## Exercise directions
Reproduce the entries shown below only from the line with "connector_front_y = head_front_y" down to the line with "plane at depth", keeping both end lines and copying each one exactly.

┄┄┄┄┄┄

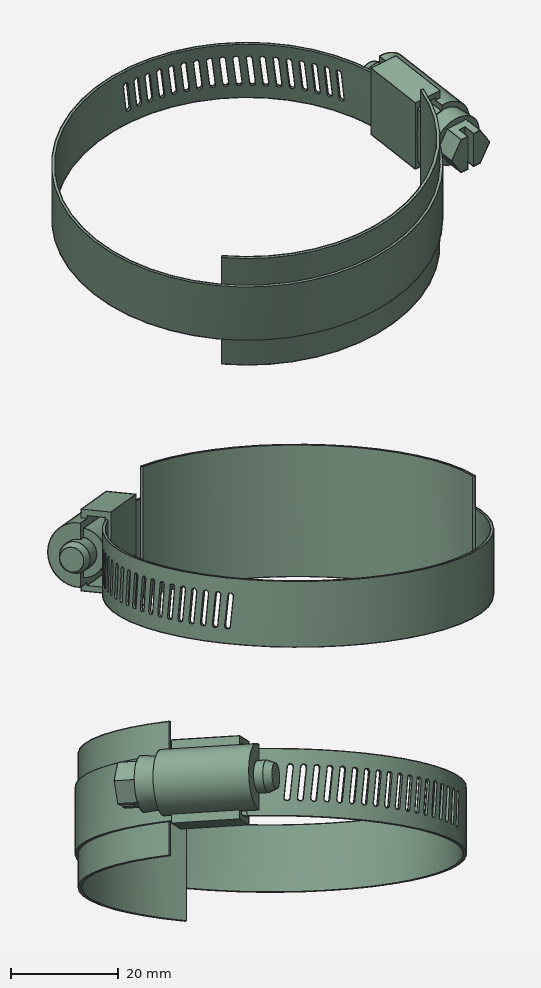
import cadquery as cq
import math


BAND_RADIUS = 36.4
BAND_THICKNESS = 0.55
BAND_WIDTH = 12.7
BAND_INNER_RADIUS = BAND_RADIUS - BAND_THICKNESS

SLOT_COUNT = 18
SLOT_PITCH_ANGLE = 3.96
SLOT_FIRST_ANGLE = 180.0
SLOT_LENGTH = 7.0
SLOT_WIDTH = 1.1
SLOT_SLANT = -6.0
SLOT_CUT_MARGIN = 1.0

LINER_WIDTH = 2 * BAND_WIDTH
LINER_THICKNESS = 0.6
LINER_INNER_RADIUS = BAND_INNER_RADIUS - LINER_THICKNESS
LINER_START_ANGLE = -46.2
LINER_END_ANGLE = 75.5

SCREW_AXIS_Y = 39.9
TIP_END_X = -13.5
TIP_CONE_LENGTH = 1.6
TIP_RADIUS = 3.05
TIP_END_RADIUS = 2.4
THREAD_START_X = -8.35
THREAD_RADIUS = 4.8
COLLAR_START_X = 8.55
COLLAR_LENGTH = 3.9
COLLAR_START_RADIUS = 5.0
COLLAR_END_RADIUS = 5.3
HEAD_ACROSS_CORNERS = 9.05
HEAD_LENGTH = 4.15
DRIVER_SLOT_WIDTH = 1.35
DRIVER_SLOT_DEPTH = 2.55
COLLAR_END_X = COLLAR_START_X + COLLAR_LENGTH
HEAD_END_X = COLLAR_END_X + HEAD_LENGTH

BOX_LENGTH = 13.25
BOX_WIDTH = 15.8
BOX_WALL = 1.15
BOX_BOTTOM_Y = 34.7
BOX_TOP_Y = 40.6
COVER_START_X = -10.1
COVER_TOP_Y = 45.95
COVER_HALF_WIDTH = 6.2
COVER_BOTTOM_Y = BOX_TOP_Y - BOX_WALL


def slot_cutter(angle):
    """Slanted slot running radially outward at the given angle around the band."""
    radial = cq.Vector(math.cos(math.radians(angle)), math.sin(math.radians(angle)), 0)
    plane = cq.Plane(origin=radial * (BAND_INNER_RADIUS - SLOT_CUT_MARGIN), xDir=(0, 0, 1), normal=radial)
    outline = cq.Workplane(plane).slot2D(SLOT_LENGTH, SLOT_WIDTH, SLOT_SLANT)
    return outline.extrude(BAND_THICKNESS + 2 * SLOT_CUT_MARGIN)


def make_band():
    outline = cq.Workplane("XY").circle(BAND_RADIUS).circle(BAND_INNER_RADIUS)
    band = outline.extrude(BAND_WIDTH / 2, both=True)
    for index in range(SLOT_COUNT):
        band = band.cut(slot_cutter(SLOT_FIRST_ANGLE - index * SLOT_PITCH_ANGLE))
    return band


def make_box():
    height = BOX_TOP_Y - BOX_BOTTOM_Y
    return (
        cq.Workplane("YZ", origin=(0, (BOX_TOP_Y + BOX_BOTTOM_Y) / 2, 0))
        .rect(height, BOX_WIDTH)
        .rect(height - 2 * BOX_WALL, BOX_WIDTH - 2 * BOX_WALL)
        .extrude(BOX_LENGTH / 2, both=True)
    )


def make_cover():
    return (
        cq.Workplane("YZ", origin=(COVER_START_X, 0, 0))
        .moveTo(COVER_BOTTOM_Y, -COVER_HALF_WIDTH)
        .lineTo(BOX_TOP_Y, -COVER_HALF_WIDTH)
        .threePointArc((COVER_TOP_Y, 0), (BOX_TOP_Y, COVER_HALF_WIDTH))
        .lineTo(COVER_BOTTOM_Y, COVER_HALF_WIDTH)
        .close()
        .extrude(COLLAR_START_X - COVER_START_X)
    )


def make_screw():
    shank = (
        cq.Workplane("XY", origin=(0, SCREW_AXIS_Y, 0))
        .moveTo(TIP_END_X, 0)
        .lineTo(TIP_END_X, TIP_END_RADIUS)
        .lineTo(TIP_END_X + TIP_CONE_LENGTH, TIP_RADIUS)
        .lineTo(THREAD_START_X, TIP_RADIUS)
        .lineTo(THREAD_START_X, THREAD_RADIUS)
        .lineTo(COLLAR_START_X, THREAD_RADIUS)
        .lineTo(COLLAR_START_X, COLLAR_START_RADIUS)
        .lineTo(COLLAR_END_X, COLLAR_END_RADIUS)
        .lineTo(COLLAR_END_X, 0)
        .close()
        .revolve(360, (0, 0), (1, 0))
    )
    head = (
        cq.Workplane("YZ", origin=(COLLAR_END_X, SCREW_AXIS_Y, 0))
        .polygon(6, HEAD_ACROSS_CORNERS)
        .extrude(HEAD_LENGTH)
    )
    driver_slot = cq.Workplane("XY").box(2 * DRIVER_SLOT_DEPTH, DRIVER_SLOT_WIDTH, HEAD_ACROSS_CORNERS)
    return shank.union(head.cut(driver_slot.translate((HEAD_END_X, SCREW_AXIS_Y, 0))))


def make_clamp():
    """Band, housing and screw joined, since the screw runs into the slotted band."""
    return make_band().union(make_box()).union(make_cover()).union(make_screw())


def make_liner():
    section = cq.Workplane("XZ").moveTo(LINER_INNER_RADIUS + LINER_THICKNESS / 2, 0)
    section = section.rect(LINER_THICKNESS, LINER_WIDTH)
    strip = section.revolve(LINER_END_ANGLE - LINER_START_ANGLE, (0, 0), (0, 1))
    return strip.rotate((0, 0, 0), (0, 0, 1), LINER_START_ANGLE)


clamp = make_clamp()
liner = make_liner()

result = cq.Compound.makeCompound([clamp.solids().val(), liner.val()])
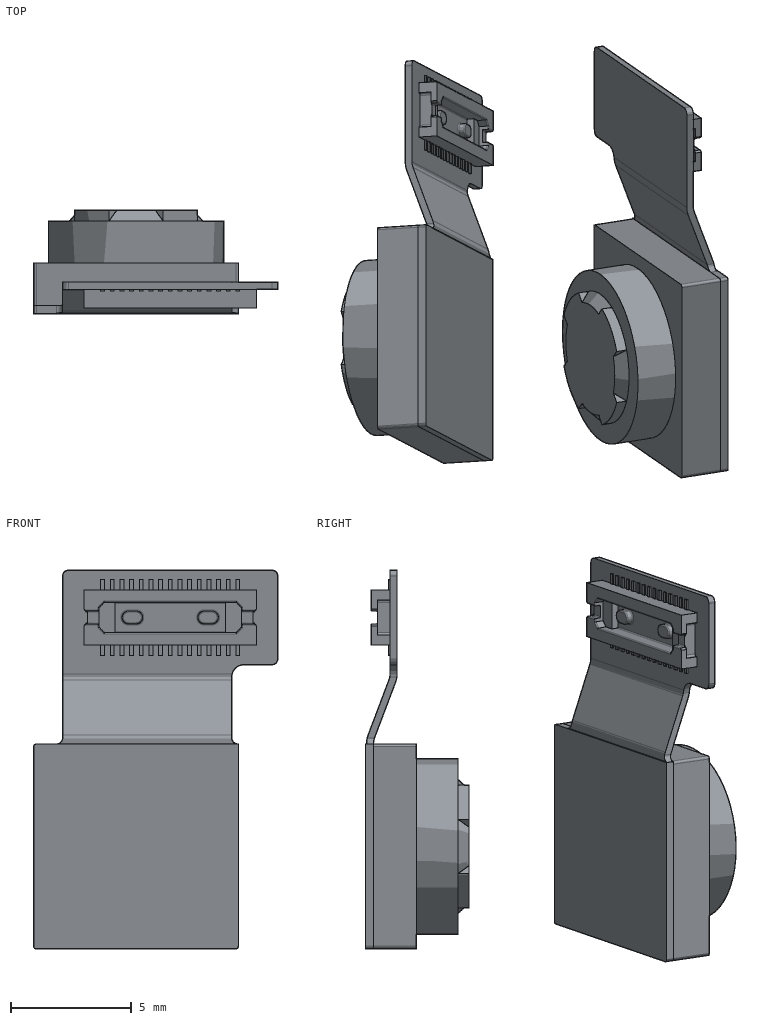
import cadquery as cq
import math


overall_width = 10.13
overall_height = 15.7

housing_side = 8.5
housing_back_y = 2.12
housing_corner_radius = 0.11
barrel_radius = 3.65
barrel_length = 1.73
lens_cap_radius = 2.78
lens_cap_height = 0.45
cap_arm_width = 2.01
cap_cone_top_radius = 2.35

sheet_thickness = 0.3
plate_step = 0.05
plate_thickness = sheet_thickness + plate_step
strip_left_x = -3.05
strip_width = 7.02
strip_root_radius = 0.25
head_height = 3.92
head_front_y = 1.02
head_corner_radius = 0.25
head_notch_radius = 0.5
upper_bend_drop = 4.43
lower_bend_rise = 0.2
inner_bend_radius = 0.69
outer_bend_radius = inner_bend_radius + sheet_thickness

connector_length = 7.16
connector_height = 2.3
connector_depth = 0.78
contact_count = 15
contact_pitch = 0.4
contact_width = 0.15
contact_thickness = 0.06
contact_span = 3.14
pocket_end_wall = 0.63
pocket_side_wall = 0.52
pocket_corner = 0.22
pocket_depth = 0.41
well_length = 4.58
well_depth = 0.7
slot_width = 0.53
slot_depth = 0.27
slot_flare = 0.08
recess_height = 1.45
recess_depth = 0.15
recess_floor_radius = 0.1
boss_spacing = 3.14
boss_length = 0.85
boss_width = 0.53
inner_edge_radius = 0.05

selection_margin = 0.02

plate_top_z = housing_side / 2
strip_right_x = strip_left_x + strip_width
head_right_x = overall_width - housing_side / 2
head_top_z = overall_height - housing_side / 2
head_width = head_right_x - strip_left_x
head_bottom_z = head_top_z - head_height
connector_x = strip_left_x + head_width / 2
connector_z = head_top_z - head_height / 2
connector_front_y = head_front_y - connector_depth
boss_height = well_depth - pocket_depth


def box(x_range, y_range, z_range):
    """Box between two limits along each axis."""
    size = [high - low for low, high in (x_range, y_range, z_range)]
    return cq.Workplane("XY").box(*size, centered=False).translate((x_range[0], y_range[0], z_range[0]))


def plane_at_y(y):
    """Sketch plane at depth y: local x is X, local y is Z, and extrusion runs toward +Y."""
    return cq.Workplane(cq.Plane(origin=(0, y, 0), xDir=(1, 0, 0), normal=(0, -1, 0)))


def prism(outline, y_start, y_end):
    """Extrude a closed XZ outline, sketched at y_start, to y_end."""
    return outline.extrude(y_start - y_end)


def make_lens_cap(base_y):
    """Cone frustum with four full-height arms in an X, cut off by the circle of the cone's base."""
    end_y = base_y + lens_cap_height
    disc = prism(plane_at_y(base_y).circle(lens_cap_radius), base_y, end_y)
    arm = prism(plane_at_y(base_y).rect(2 * lens_cap_radius, cap_arm_width), base_y, end_y)
    arms = arm.rotate((0, 0, 0), (0, 1, 0), 45).union(arm.rotate((0, 0, 0), (0, 1, 0), -45))
    cone = cq.Solid.makeCone(
        lens_cap_radius,
        cap_cone_top_radius,
        lens_cap_height,
        pnt=cq.Vector(0, base_y, 0),
        dir=cq.Vector(0, 1, 0),
    )
    return disc.intersect(arms).union(cq.Workplane(cone))


def make_camera():
    """Square housing with the round lens barrel and its cap."""
    barrel_end_y = housing_back_y + barrel_length
    housing = prism(
        plane_at_y(plate_thickness).rect(housing_side, housing_side), plate_thickness, housing_back_y
    )
    housing = housing.edges("|Y").fillet(housing_corner_radius)
    barrel = prism(plane_at_y(housing_back_y).circle(barrel_radius), housing_back_y, barrel_end_y)
    return housing.union(barrel).union(make_lens_cap(barrel_end_y))


def make_bent_sheet():
    """Wide sheet bent forward from the head down to the plate, to be trimmed to the outline."""
    upper_z = head_top_z - upper_bend_drop
    lower_z = plate_top_z + lower_bend_rise
    bend_angle = math.atan2(head_front_y - plate_step, upper_z - lower_z)
    back_drop = sheet_thickness * math.tan(bend_angle / 2)
    sheet = (
        cq.Workplane("YZ", origin=(strip_left_x, 0, 0))
        .polyline([
            (head_front_y, head_top_z),
            (head_front_y, upper_z),
            (plate_step, lower_z),
            (plate_step, plate_top_z),
            (plate_thickness, plate_top_z),
            (plate_thickness, lower_z - back_drop),
            (head_front_y + sheet_thickness, upper_z - back_drop),
            (head_front_y + sheet_thickness, head_top_z),
        ])
        .close()
        .extrude(head_width + strip_root_radius, both=True)
    )

    def bend_edge(y, z):
        return cq.selectors.NearestToPointSelector((strip_left_x, y, z))

    inner_bends = bend_edge(head_front_y, upper_z) + bend_edge(plate_thickness, lower_z - back_drop)
    outer_bends = (
        bend_edge(plate_step, lower_z)
        + bend_edge(head_front_y + sheet_thickness, upper_z - back_drop)
    )
    sheet = sheet.edges(inner_bends).fillet(inner_bend_radius)
    return sheet.edges(outer_bends).fillet(outer_bend_radius)


def make_flex_outline():
    """Block with the outline of the head and strip, flared at the foot of the strip."""
    root = strip_root_radius
    notch = head_notch_radius
    outline = (
        plane_at_y(0)
        .moveTo(strip_left_x, head_top_z)
        .lineTo(head_right_x, head_top_z)
        .lineTo(head_right_x, head_bottom_z)
        .lineTo(strip_right_x + notch, head_bottom_z)
        .radiusArc((strip_right_x, head_bottom_z - notch), -notch)
        .lineTo(strip_right_x, plate_top_z + root)
        .radiusArc((strip_right_x + root, plate_top_z), -root)
        .lineTo(strip_left_x - root, plate_top_z)
        .radiusArc((strip_left_x, plate_top_z + root), -root)
        .close()
    )
    blank = prism(outline, 0, housing_back_y)
    head_corners = [
        (strip_left_x, head_top_z),
        (head_right_x, head_top_z),
        (head_right_x, head_bottom_z),
    ]
    for x, z in head_corners:
        corner = cq.selectors.NearestToPointSelector((x, housing_back_y / 2, z))
        blank = blank.edges("|Y").edges(corner).fillet(head_corner_radius)
    return blank


def make_flex():
    """Flex board: plate under the housing, bent strip and connector head in one piece."""
    plate = prism(plane_at_y(0).rect(housing_side, housing_side), 0, plate_thickness)
    plate = plate.edges("|Y and (<X or <Z)").fillet(housing_corner_radius)
    return make_bent_sheet().intersect(make_flex_outline()).union(plate)


def across(centre, width):
    """Limits of a span of the given width about a centre."""
    return (centre - width / 2, centre + width / 2)


def cut_pocket(body):
    """Open pocket with chamfered corners and a deeper middle well."""
    front_y = connector_front_y
    pocket_z = across(connector_z, connector_height - 2 * pocket_side_wall)
    pocket_x = across(connector_x, connector_length - 2 * pocket_end_wall)
    pocket = box(pocket_x, (front_y, front_y + pocket_depth), pocket_z)
    pocket = pocket.edges("|Y").chamfer(pocket_corner)
    well = box(across(connector_x, well_length), (front_y, front_y + well_depth), pocket_z)
    well = well.edges("|X and >Y").fillet(inner_edge_radius)
    return body.cut(pocket).cut(well)


def cut_ends(body):
    """Slot from each end into the pocket, with a taller shallow recess behind it in the end face."""
    slot_floor_y = connector_front_y + slot_depth
    slot = box(
        across(connector_x, connector_length),
        (connector_front_y, slot_floor_y),
        across(connector_z, slot_width),
    )
    slot = slot.edges("|X and >Y").fillet(inner_edge_radius)
    body = body.cut(slot)
    for side in (-1, 1):
        end_x = connector_x + side * connector_length / 2
        recess = box(
            across(end_x, 2 * recess_depth),
            (slot_floor_y, head_front_y),
            across(connector_z, recess_height),
        )
        recess = recess.edges("|Y").fillet(recess_floor_radius)
        body = body.cut(recess)
    return body


def flare_slot_ends(body):
    """Widen each slot by a small chamfer where it leaves the end face."""
    half_slot = slot_width / 2
    half_mouth = half_slot + slot_flare
    for side in (-1, 1):
        end_x = connector_x + side * connector_length / 2
        throat_x = end_x - side * slot_flare
        outline = (
            plane_at_y(connector_front_y)
            .polyline([
                (end_x, connector_z - half_mouth),
                (end_x, connector_z + half_mouth),
                (throat_x, connector_z + half_slot),
                (throat_x, connector_z - half_slot),
            ])
            .close()
        )
        body = body.cut(prism(outline, connector_front_y, connector_front_y + slot_depth))
    return body


def round_front_edges(body):
    """Round the front edges of the pocket and the slots, leaving the outer rim sharp."""
    reach_x = connector_length / 2 - slot_flare
    reach_z = connector_height / 2 - slot_flare
    inside_rim = cq.selectors.BoxSelector(
        (connector_x - reach_x, 0, connector_z - reach_z),
        (connector_x + reach_x, head_front_y, connector_z + reach_z),
    )
    return body.faces("<Y").edges(inside_rim).fillet(inner_edge_radius)


def add_bosses(body):
    """Two rounded oblong bosses standing on the well floor, with soft top and root edges."""
    floor_y = connector_front_y + well_depth
    centres = [(connector_x + side * boss_spacing / 2, connector_z) for side in (-1, 1)]
    top_y = floor_y - boss_height
    outlines = plane_at_y(floor_y).pushPoints(centres).slot2D(boss_length, boss_width)
    body = body.union(prism(outlines, floor_y, top_y))
    reach_x = boss_length / 2 + selection_margin
    reach_z = boss_width / 2 + selection_margin
    for centre_x, centre_z in centres:
        around_boss = cq.selectors.BoxSelector(
            (centre_x - reach_x, top_y - selection_margin, centre_z - reach_z),
            (centre_x + reach_x, floor_y + selection_margin, centre_z + reach_z),
        )
        body = body.edges(around_boss).edges("not |Y").fillet(inner_edge_radius)
    return body


def make_connector():
    """Board connector with two rows of contacts."""
    body = box(
        across(connector_x, connector_length),
        (connector_front_y, head_front_y),
        across(connector_z, connector_height),
    )
    body = round_front_edges(flare_slot_ends(cut_ends(cut_pocket(body))))
    body = add_bosses(body)
    contact_length = (contact_span - connector_height) / 2
    for side in (-1, 1):
        row_z = connector_z + side * (connector_height + contact_length) / 2
        for index in range(contact_count):
            contact_x = connector_x + (index - (contact_count - 1) / 2) * contact_pitch
            contact = box(
                across(contact_x, contact_width),
                (head_front_y - contact_thickness, head_front_y),
                across(row_z, contact_length),
            )
            body = body.union(contact)
    return body


camera = make_camera()
flex = make_flex()
connector = make_connector()

result = cq.Compound.makeCompound([
    camera.solids().val(),
    flex.solids().val(),
    connector.solids().val(),
])

┄┄┄┄┄┄

## Your response
connector_front_y = head_front_y - connector_depth
boss_height = well_depth - pocket_depth


def box(x_range, y_range, z_range):
    """Box between two limits along each axis."""
    size = [high - low for low, high in (x_range, y_range, z_range)]
    return cq.Workplane("XY").box(*size, centered=False).translate((x_range[0], y_range[0], z_range[0]))


def plane_at_y(y):
    """Sketch plane at depth y: local x is X, local y is Z, and extrusion runs toward +Y."""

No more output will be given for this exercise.